Re: [Boost-bugs] [Boost C++ Libraries] #3103: Allow using libraries without separately compiling them

Subject: Re: [Boost-bugs] [Boost C++ Libraries] #3103: Allow using libraries without separately compiling them
From: Boost C++ Libraries (noreply_at_[hidden])
Date: 2009-06-08 17:17:26

#3103: Allow using libraries without separately compiling them
  Reporter: eckhardt | Owner:
      Type: Feature Requests | Status: new
 Milestone: To Be Determined | Component: Building Boost
   Version: | Severity: Problem
Resolution: | Keywords:

Comment(by eckhardt):

> "it's up to the user to make sure that it's exactly done once"
> This seems like a supremely bad idea to me, and so does asking users to
 #include "something.cpp"

 Why? It's not complicated, it doesn't give erratic and hard-to-diagnose
 runtime behaviour when done wrong.

> What is the advantage of asking users to #include a file and then
 compile it, rather
> than just compiling it?"

 There is none per se. One important thing however is that this file
 ideally doesn't change name or location, which can't be said about the
 implementation files of a library within Boost.
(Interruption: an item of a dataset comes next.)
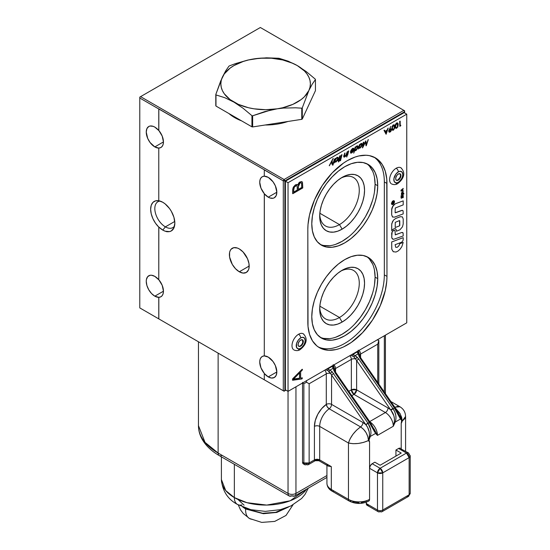 <?xml version="1.0" encoding="UTF-8"?>
<svg xmlns="http://www.w3.org/2000/svg" width="550" height="550" viewBox="0 0 550 550"><rect width="100%" height="100%" fill="white"/><g stroke="black" fill="none" stroke-linecap="round" stroke-linejoin="round"><path stroke-width="0.82" d="M320.162 244.351A46.633 26.922 120 0 0 355.596 230.237A46.633 26.922 120 0 0 375.093 184.229L377.733 185.749A46.633 26.922 -60 0 1 357.376 232.684A46.633 26.922 -60 0 1 321.441 245.176A46.633 26.922 -60 0 1 311.781 223.829A46.633 26.922 -60 0 1 332.138 176.894A46.633 26.922 -60 0 1 368.074 164.402A46.633 26.922 -60 0 1 377.733 185.749L375.093 184.229L374.461 192.019M319.736 214.617A27.981 16.156 120 0 0 339.481 224.586L342.121 229.157A31.714 18.308 -60 0 1 319.694 216.212A31.714 18.308 -60 0 1 342.121 177.375L342.121 177.375A31.714 18.308 -60 0 1 364.547 190.321A31.714 18.308 -60 0 1 342.121 229.157L339.481 224.586A27.981 16.156 -60 0 1 325.49 225.974A27.981 16.156 -60 0 1 319.736 214.617M319.839 213.249L339.481 224.586L319.839 213.249M320.162 337.26A46.633 26.922 120 0 0 355.596 323.146A46.633 26.922 120 0 0 375.093 277.138L377.733 278.657A46.633 26.922 -60 0 1 357.376 325.593A46.633 26.922 -60 0 1 321.441 338.085A46.633 26.922 -60 0 1 311.781 316.738A46.633 26.922 -60 0 1 332.138 269.803A46.633 26.922 -60 0 1 368.074 257.311A46.633 26.922 -60 0 1 377.733 278.657L375.093 277.138L374.461 284.928M319.736 307.526A27.981 16.156 120 0 0 339.481 317.494L342.121 322.066A31.714 18.308 -60 0 1 319.694 309.121A31.714 18.308 -60 0 1 342.121 270.284L342.121 270.284A31.714 18.308 -60 0 1 364.547 283.229A31.714 18.308 -60 0 1 342.121 322.066L339.481 317.494A27.981 16.156 -60 0 1 325.49 318.883A27.981 16.156 -60 0 1 319.736 307.526M319.839 306.157L339.481 317.494L319.839 306.157M264.351 379.823L283.291 390.761L283.291 180.874L284.873 180.874L284.873 390.761L283.291 390.761L284.082 391.215L284.873 390.761L283.291 390.761L284.082 391.215L285.931 390.149L284.082 391.215L139.782 307.904L264.351 379.823L158.826 318.897L158.826 297.309L154.818 296.175A12.128 6.999 60 0 1 146.898 285.491A12.128 6.999 60 0 1 148.754 275.777A12.128 6.999 60 0 1 154.818 276.375A12.128 6.999 60 0 1 158.771 279.778L158.771 227.102A17.084 9.859 60 0 1 150.652 209.454A17.084 9.859 60 0 1 158.421 200.695A17.084 9.859 60 0 1 158.771 200.75L158.826 200.757A17.036 9.838 60 0 1 162.786 202.269A17.036 9.838 60 0 1 174.041 227.645A17.036 9.838 60 0 1 162.786 230.093A17.036 9.838 60 0 1 158.826 227.033L158.771 279.778L158.826 227.033L162.786 230.093L165.371 226.868L162.786 230.093L165.131 231.186L169.476 231.612L171.304 230.938L173.917 227.934L174.831 223.135L173.917 217.284L171.304 211.262L169.476 208.478L165.131 203.892L162.786 202.269L158.771 200.75L158.771 148.081A12.128 6.999 60 0 1 154.818 146.912A12.128 6.999 60 0 1 146.898 136.228A12.128 6.999 60 0 1 148.754 126.507A12.128 6.999 60 0 1 154.818 127.112A12.128 6.999 60 0 1 158.771 130.515L158.826 108.893L158.826 130.481A12.128 6.999 60 0 1 160.93 147.483A12.128 6.999 60 0 1 158.826 148.046L160.731 147.593L162.202 146.348L163.123 144.416L163.446 141.928L154.818 146.912L163.446 141.928L162.202 136.077L158.826 130.481L158.826 108.893L264.351 169.819L139.782 98.017L139.782 307.904L158.771 318.869L158.771 297.344A12.128 6.999 60 0 1 154.818 296.175L163.446 291.197L154.818 296.175L151.539 293.528L148.754 289.774L146.898 285.491L146.245 281.325L146.41 279.489L147.689 276.657L150.054 275.296L151.539 275.234L154.818 276.375L158.771 279.778L158.771 227.102L155.485 223.19L152.893 218.618L151.222 213.812L150.652 209.241L151.222 205.322L152.893 202.441L155.485 200.867L158.771 200.75L158.771 148.081L154.818 146.912L150.054 142.491L147.689 138.394L146.245 132.062L146.898 128.645L148.754 126.507L150.054 126.026L153.141 126.335L154.818 127.112L158.771 130.515L158.771 108.983L139.782 98.017L139.782 97.103L140.573 96.649L284.082 179.506L403.851 110.358L260.343 27.5L140.573 96.649L260.343 27.5L403.851 110.358L404.642 111.726L284.873 180.874L284.873 390.761L285.931 390.149L284.082 391.215L139.782 307.904L139.782 97.103L140.573 96.649L284.082 179.506L283.291 180.874L264.351 169.819M239.291 271.776A13.991 8.078 60 0 1 230.147 259.442A13.991 8.078 60 0 1 232.292 248.236A13.991 8.078 60 0 1 239.291 248.93A13.991 8.078 60 0 1 248.428 261.257A13.991 8.078 60 0 1 246.283 272.47A13.991 8.078 60 0 1 239.291 271.776L249.178 266.062L239.291 271.776L243.072 273.089L246.283 272.47L248.428 270.002L248.992 268.18L248.992 263.725L247.514 258.754L243.072 251.982L239.291 248.93L237.359 248.029L233.791 247.679L231.062 249.253L230.147 250.704L229.584 252.519L229.584 256.981L232.292 264.392L235.503 268.716L239.291 271.776M264.351 176.172L262.446 176.633L260.975 177.87L260.047 179.809L259.731 182.291L260.975 188.148L264.351 193.738L264.296 355.933L268.256 357.101L273.02 361.515L275.385 365.612L276.829 371.951L276.176 375.361L274.319 377.499L271.535 378.043L268.256 376.901A12.128 6.999 60 0 1 264.296 373.498L264.351 373.464A12.128 6.999 60 0 1 262.247 356.469A12.128 6.999 60 0 1 264.296 355.905A12.128 6.999 60 0 1 268.256 357.101A12.128 6.999 60 0 1 276.176 367.785A12.128 6.999 60 0 1 274.319 377.499A12.128 6.999 60 0 1 268.256 376.901L276.829 371.951L268.256 376.901L264.296 373.498L264.296 379.796L283.291 390.761L283.291 180.874L284.873 180.874L284.082 179.506L283.291 180.874L264.296 169.909L264.296 176.206A12.128 6.999 60 0 1 268.256 177.368A12.128 6.999 60 0 1 276.176 188.059A12.128 6.999 60 0 1 274.319 197.773A12.128 6.999 60 0 1 268.256 197.175A12.128 6.999 60 0 1 264.296 193.772L264.351 193.738A12.128 6.999 60 0 1 262.247 176.742A12.128 6.999 60 0 1 264.296 176.179M264.296 176.206L268.256 177.368L273.02 181.789L275.385 185.886L276.829 192.225L268.256 197.175L276.829 192.225L276.176 195.635L274.319 197.773L273.02 198.254L269.926 197.945L268.256 197.175L264.296 193.772L264.296 355.933M160.146 201.08A14.926 8.614 -120 0 0 155.176 211.922A14.926 8.614 -120 0 0 165.371 226.868A14.926 8.614 60 0 1 155.623 213.723A14.926 8.614 60 0 1 157.912 201.761A14.926 8.614 60 0 1 160.146 201.08M174.749 221.458L165.371 226.868L174.749 221.458M174.536 226.016A14.926 8.614 60 0 1 172.838 227.611A14.926 8.614 60 0 1 165.371 226.868A14.926 8.614 -120 0 0 174.536 226.016M172.274 230.271L171.82 230.251M166.911 231.811L166.258 231.268M404.642 110.811L403.851 110.358L404.642 111.726L284.873 180.874L284.082 179.506L403.851 110.358L404.642 110.811L404.642 111.726L404.642 110.811M158.826 297.309L160.731 296.856L162.202 295.611L163.123 293.679L163.446 291.197L162.202 285.34L158.826 279.744A12.128 6.999 60 0 1 160.93 296.746A12.128 6.999 60 0 1 158.826 297.309M264.351 355.898L262.446 356.359L260.975 357.596L260.047 359.535L259.731 362.017L260.975 367.874L264.351 373.464M340.759 271.116A27.981 16.156 -60 0 1 353.471 270.421A27.981 16.156 -60 0 1 357.761 292.841A27.981 16.156 -60 0 1 339.481 317.494A27.981 16.156 120 0 0 359.26 283.972A27.981 16.156 120 0 0 340.759 271.116M372.584 293.157L369.538 301.496L365.441 309.636L360.442 317.261L354.743 324.067M348.556 329.808L342.121 334.249L335.686 337.232M329.498 338.642L323.799 338.415M369.538 259.188L372.584 264.014M374.461 270.071L375.093 277.138A46.633 26.922 120 0 0 366.719 256.616M342.121 270.284L337.748 273.302L333.541 277.207L329.663 281.841L326.267 287.018L323.476 292.552L321.406 298.224L320.127 303.82L319.694 309.121L320.127 313.926L321.406 318.044L323.476 321.324L326.267 323.641L329.663 324.899L333.541 325.05L337.748 324.094L342.121 322.066L346.493 319.041L350.701 315.143L354.578 310.509L357.974 305.326L360.766 299.798L362.835 294.119L364.114 288.53L364.547 283.229L364.114 278.424L362.835 274.306L360.766 271.026L357.974 268.709L354.578 267.451L350.701 267.3L346.493 268.256L342.121 270.284M340.759 178.207A27.981 16.156 -60 0 1 353.471 177.512A27.981 16.156 -60 0 1 357.761 199.932A27.981 16.156 -60 0 1 339.481 224.586A27.981 16.156 120 0 0 359.26 191.063A27.981 16.156 120 0 0 340.759 178.207M372.584 200.248L369.538 208.587L365.441 216.728L360.442 224.345L354.743 231.158M348.556 236.899L342.121 241.34L335.686 244.324M329.498 245.726L323.799 245.499M369.538 166.279L372.584 171.105M374.461 177.162L375.093 184.229A46.633 26.922 120 0 0 366.719 163.701M342.121 177.375L337.748 180.393L333.541 184.298L329.663 188.925L326.267 194.109L323.476 199.643L321.406 205.315L320.127 210.911L319.694 216.212L320.127 221.011L321.406 225.136L323.476 228.415L326.267 230.725L329.663 231.983L333.541 232.141L337.748 231.186L342.121 229.157L346.493 226.133L350.701 222.234L354.578 217.601L357.974 212.417L360.766 206.883L362.835 201.211L364.114 195.621L364.547 190.321L364.114 185.515L362.835 181.397L360.766 178.117L357.974 175.801L354.578 174.542L350.701 174.391L346.493 175.347L342.121 177.375M404.642 112.942L404.642 111.726L404.642 112.942M311.781 223.829L312.414 216.033L314.291 207.804L317.343 199.464L321.441 191.324L326.439 183.707L332.138 176.894L338.326 171.153L344.761 166.712L351.189 163.728L357.376 162.326L363.082 162.553L368.074 164.402L372.178 167.805L375.224 172.624L377.101 178.688L377.733 185.749L377.101 193.545L375.224 201.768L372.178 210.114L368.074 218.254L363.082 225.871L357.376 232.684L351.189 238.418L344.761 242.866L338.326 245.85L332.138 247.252L326.439 247.026L321.441 245.176L317.343 241.773L314.291 236.947L312.414 230.89L311.781 223.829M311.781 316.738L312.414 308.942L314.291 300.712L317.343 292.373L321.441 284.233L326.439 276.616L332.138 269.803L338.326 264.069L344.761 259.621L351.189 256.637L357.376 255.234L363.082 255.461L368.074 257.311L372.178 260.714L375.224 265.533L377.101 271.597L377.733 278.657L377.101 286.454L375.224 294.676L372.178 303.022L368.074 311.163L363.082 318.78L357.376 325.593L351.189 331.327L344.761 335.775L338.326 338.759L332.138 340.161L326.439 339.934L321.441 338.085L317.343 334.682L314.291 329.856L312.414 323.799L311.781 316.738M401.211 453.056L380.112 465.238L374.832 462.192L380.112 465.238L401.211 453.056L395.938 450.01L401.211 453.056M410.217 456.101L410.217 493.261L409.131 494.787A3.733 2.152 0 0 0 410.217 493.261L408.354 496.492A3.733 2.152 -120 0 0 409.131 494.787L408.354 496.492L381.975 511.727A3.733 2.152 -120 0 0 382.745 510.015L382.745 472.856L380.112 468.284L406.491 453.056L380.112 468.284A3.733 2.152 60 0 1 382.745 472.856L409.131 457.621L410.217 456.101L408.354 452.87A3.733 2.152 -60 0 1 409.131 454.575A3.733 2.152 180 0 1 410.217 456.101A3.733 2.152 180 0 1 409.131 457.621A3.733 2.152 -120 0 0 406.491 453.056A3.733 2.152 -60 0 1 408.354 452.87L406.491 453.056L398.578 448.484L400.441 448.298A3.733 2.152 120 0 0 398.578 448.484L395.938 450.01L395.938 456.101L395.938 450.01L398.578 448.484L406.491 453.056L409.131 457.621L409.131 494.787L382.745 510.015L382.745 472.856L409.131 457.621L409.131 494.787L382.745 510.015A3.733 2.152 60 0 1 381.975 511.727A3.733 2.152 60 0 1 380.112 511.541A3.733 2.152 -60 0 1 378.242 511.727A3.733 2.152 -60 0 1 377.472 510.015L366.259 503.546L366.259 502.232L366.706 504.982L368.383 505.306M408.354 496.492L406.491 496.313M380.112 468.284L372.192 463.719L374.832 462.192L372.192 463.719A3.733 2.152 120 0 0 369.559 468.284L377.472 472.856L377.472 510.015L366.259 503.546A3.733 2.152 120 0 0 367.029 505.251L378.242 511.727A3.733 2.152 120 0 1 377.472 510.015A3.733 2.152 0 0 0 382.745 510.015A3.733 2.152 180 0 1 377.472 510.015L377.472 472.856L382.745 472.856A3.733 2.152 180 0 1 377.472 472.856A3.733 2.152 -60 0 1 380.112 468.284L377.472 472.856L369.559 468.284L370.329 465.685L372.192 463.719L380.112 468.284M405.563 416.158L404.841 418.605L402.215 421.053L400.269 413.978L395.436 408.141L399.891 413.291L401.603 417.23L402.215 421.053L405.584 416.494C405.446 412.252 403.576 409.021 399.987 406.787L394.907 407.151M401.486 422.902L401.974 421.822L400.874 418A1.863 1.478 142.8 0 1 400.462 419.045C401.754 419.794 402.002 421.238 401.211 423.39L401.211 448.745L401.211 423.39L401.638 420.647L394.377 407.983L360.064 358.263L357.218 351.931L352.956 354.393L355.114 355.596L358.243 353.788L355.114 355.596L352.956 354.393L352.041 354.42M332.2 365.874L332.159 366.396L333.809 367.207L333.355 365.207M399.231 414.714L395.12 407.674L394.377 407.983L400.462 419.045L395.251 422.049L395.986 418.688L395.773 415.229L394.763 411.868L393.058 408.746L394.377 407.983L393.058 408.746L358.744 359.026L392.831 408.409L390.713 409.929L356.627 360.546L358.744 359.026L356.627 360.546L355.589 358.957L357.184 357.232L355.589 358.957L354.076 357.019L355.114 355.596L354.076 357.019L352.949 356.152L352.956 354.393L352.949 356.152L350.556 355.272L353.554 356.496L355.589 358.957A3.733 2.152 0 0 0 351.354 359.384L351.354 389.847L348.782 391.325L351.354 389.847L351.354 359.384L335.528 368.521A3.733 2.152 60 0 0 333.974 364.849A3.733 2.152 60 0 1 335.528 368.521A3.733 2.152 0 0 0 334.489 369.669A3.733 2.152 180 0 1 335.528 368.521L335.528 372.103L335.528 368.521L351.354 359.384A3.733 2.152 180 0 1 355.589 358.957L356.627 360.546L356.627 389.847L388.025 407.969A3.733 2.152 -60 0 1 385.385 412.541L353.994 394.412A3.733 2.152 120 0 0 356.627 389.847L353.994 394.412L385.385 412.541L369.683 421.603L385.385 412.541A3.733 2.152 120 0 0 388.025 407.969L356.627 389.847A3.733 2.152 0 0 0 351.354 389.847A3.733 2.152 -120 0 0 353.994 394.412L351.794 395.684L353.994 394.412L351.354 389.847L356.627 389.847L356.627 360.546L390.713 409.929A14.926 8.614 -120 0 0 388.025 407.969A14.926 8.614 60 0 1 390.713 409.929L390.954 410.231C393.669 413.683 394.804 417.533 394.343 421.781L395.251 422.049C396.688 417.388 395.952 412.954 393.058 408.746L390.954 410.231L393.834 415.711L394.439 418.736L394.343 421.781L393.298 426.25L395.251 422.049L394.343 421.781L393.298 426.25A11.193 6.463 -120 0 0 385.385 412.541A11.193 6.463 -120 0 1 393.298 426.25L377.472 435.387L393.298 426.25L395.251 422.049L400.462 419.045A1.863 1.478 -37.2 0 0 400.874 418L399.252 414.769M335.528 372.728L334.998 372.735L335.741 372.433L333.169 364.643M370.755 429.694L367.998 423.218L369.71 426.312L370.748 429.667L370.982 433.111L370.308 436.453A1.863 0.358 -158 0 1 369.339 436.205A1.863 0.358 22 0 0 370.308 436.453L368.967 440.11L369.559 441.664C368.775 440.385 369.029 438.646 370.308 436.453L375.519 433.441L377.472 435.387A11.193 6.463 60 0 0 369.854 421.857A11.193 6.463 60 0 1 377.472 435.387L370.054 422.139L365.888 424.724C368.596 428.154 369.751 431.984 369.339 436.205L368.734 441.011L369.078 441.368M371.697 424.923L369.827 421.816L369.084 422.118L374.901 432.424L369.318 422.455L370.054 422.139M335.115 371.855L334.792 370.968A1.863 0.495 -21.2 0 0 334.84 370.748A1.863 0.495 158.8 0 0 333.898 370.672L369.084 422.118L369.607 422.111M351.354 359.384A3.733 2.152 -120 0 0 349.8 355.712A3.733 2.152 -120 0 1 351.354 359.384M357.184 357.232L355.114 355.596L358.744 359.026L357.184 357.232M401.211 423.39L402.215 421.053L401.974 421.822L401.713 419.774L399.066 414.404M395.842 409.193L394.907 407.969M394.343 407.413L397.774 406.368L400.256 406.959M333.939 490.978A3.733 2.152 -60 0 1 332.076 491.164A3.733 2.152 -60 0 1 331.306 489.459A14.926 8.614 180 0 1 326.934 483.361A14.926 8.614 0 0 0 331.306 489.459L331.306 466.606L328.329 466.139L327.408 465.403L326.961 464.104M351.093 500.878A3.733 2.152 -60 0 1 349.222 501.064A3.733 2.152 -60 0 1 348.452 499.359L331.306 489.459A3.733 2.152 120 0 0 332.076 491.164C328.859 489.342 327.14 486.743 326.934 483.361L326.934 465.348M369.559 441.664L369.559 499.359L369.559 441.664L368.452 440.55L363.667 442.372L358.256 443.472L352.949 443.692L348.452 443.004L348.452 499.359L331.306 489.459L331.306 466.606L319.694 459.91L319.495 460.728L318.924 460.721L328.329 466.139L331.306 466.606L319.694 459.91L319.694 426.401L348.452 443.004L350.103 438.763L352.949 434.273L356.599 430.141L360.573 426.91L329.196 408.794A14.926 8.614 120 0 0 319.694 426.401L348.452 443.004C354.867 444.4 361.529 443.582 368.452 440.55L367.861 436.714L366.156 432.768L363.598 429.33L360.573 426.91C354.489 431.386 350.446 436.748 348.452 443.004L348.452 499.359A14.926 8.614 0 0 0 369.559 499.359L368.782 501.064A3.733 2.152 -120 0 0 369.559 499.359A14.926 8.614 180 0 1 348.452 499.359A3.733 2.152 120 0 0 349.222 501.064L332.076 491.164M366.919 500.878L361.185 502.645M359.006 502.769L352.784 501.683M374.124 428.993L375.911 432.424L375.519 433.441A1.863 1.492 -40.4 0 0 375.911 432.424L377.472 435.387L375.519 433.441L370.308 436.453M408.354 452.87L401.012 448.958M334.18 368.507L333.809 367.207A1.863 1.526 179.6 0 0 332.159 366.396L333.176 368.259A1.863 0.612 -15.2 0 1 334.18 368.507A1.863 0.612 164.8 0 0 333.176 368.259L333.898 370.672A1.863 0.495 -21.2 0 1 334.84 370.748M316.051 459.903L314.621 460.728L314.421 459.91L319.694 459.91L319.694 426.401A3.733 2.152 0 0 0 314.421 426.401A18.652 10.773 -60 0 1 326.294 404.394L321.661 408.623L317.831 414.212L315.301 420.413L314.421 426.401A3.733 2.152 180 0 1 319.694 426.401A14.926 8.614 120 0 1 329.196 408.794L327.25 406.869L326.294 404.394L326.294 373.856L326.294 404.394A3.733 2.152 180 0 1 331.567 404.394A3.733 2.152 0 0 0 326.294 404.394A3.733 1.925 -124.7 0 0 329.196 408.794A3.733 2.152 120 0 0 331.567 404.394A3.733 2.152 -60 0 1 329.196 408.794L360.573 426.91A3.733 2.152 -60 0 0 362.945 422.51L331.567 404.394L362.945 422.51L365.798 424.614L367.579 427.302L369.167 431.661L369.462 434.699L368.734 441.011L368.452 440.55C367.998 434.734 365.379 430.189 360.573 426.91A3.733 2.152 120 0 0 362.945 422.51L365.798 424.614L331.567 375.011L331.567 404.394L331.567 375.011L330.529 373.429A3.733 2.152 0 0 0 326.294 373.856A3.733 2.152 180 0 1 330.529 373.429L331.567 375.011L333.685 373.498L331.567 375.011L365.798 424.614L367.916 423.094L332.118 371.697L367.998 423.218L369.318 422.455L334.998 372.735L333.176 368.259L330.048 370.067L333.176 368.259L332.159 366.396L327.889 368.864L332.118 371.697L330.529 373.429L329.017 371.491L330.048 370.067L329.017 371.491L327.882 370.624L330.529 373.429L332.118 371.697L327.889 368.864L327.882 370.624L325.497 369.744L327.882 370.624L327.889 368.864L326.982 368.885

> Wouldn't it achieve the same goals, without being needlessly
 unconventional, to make
> it easier for users to compile the sources into their app directly?"

 Actually, I don't care about being unconventional, I call that innovation.
 What I do care about is making it easy for users to compile the sources
 into their application, and I can't find an easier way than "#include
 <boost/foo/compile_in_place.cpp>". Seriously, if you can propose a way
 that is as universal and as easy to use I'm happy to redraw my request,
 but up to now I don't see one.

  * The proposal to use a makefile fragment is also not enough. Some people
 don't even know how to run their compiler via commandline, let alone what
 a makefile is, because they are using a different build system.
  * Using bjam suffers the same problems and I personally haven't found my
 way around bjam yet, even after using it it still seems very intimidating
 and complicated to me. Maybe that's just me though.
  * Providing build integration fragments and instructions for everything
 including the kitchen sink is a maintenance nightmare because it is next
 to impossible to automatically test it.
  * Copying the commands into their own build system is also not really
 easy. The problem is that you need to refer to some files that are found
 via the include path and then fed to the compiler. Several IDE build
 systems don't support variable substitution let alone accessing the
 configured paths of the builtin compiler. #include on the other hand does
 without any further work.
  * Why require a second build step for a separately compiled file? With my
 proposal, I can compile a program using e.g. Boost.Thread with a single
 compiler invocation and the only thing I have to adjust is the include
 path, which I have to adjust anyways and add a well-known stanza to the
 source file.

 Note to self: Add an FAQ section in the README!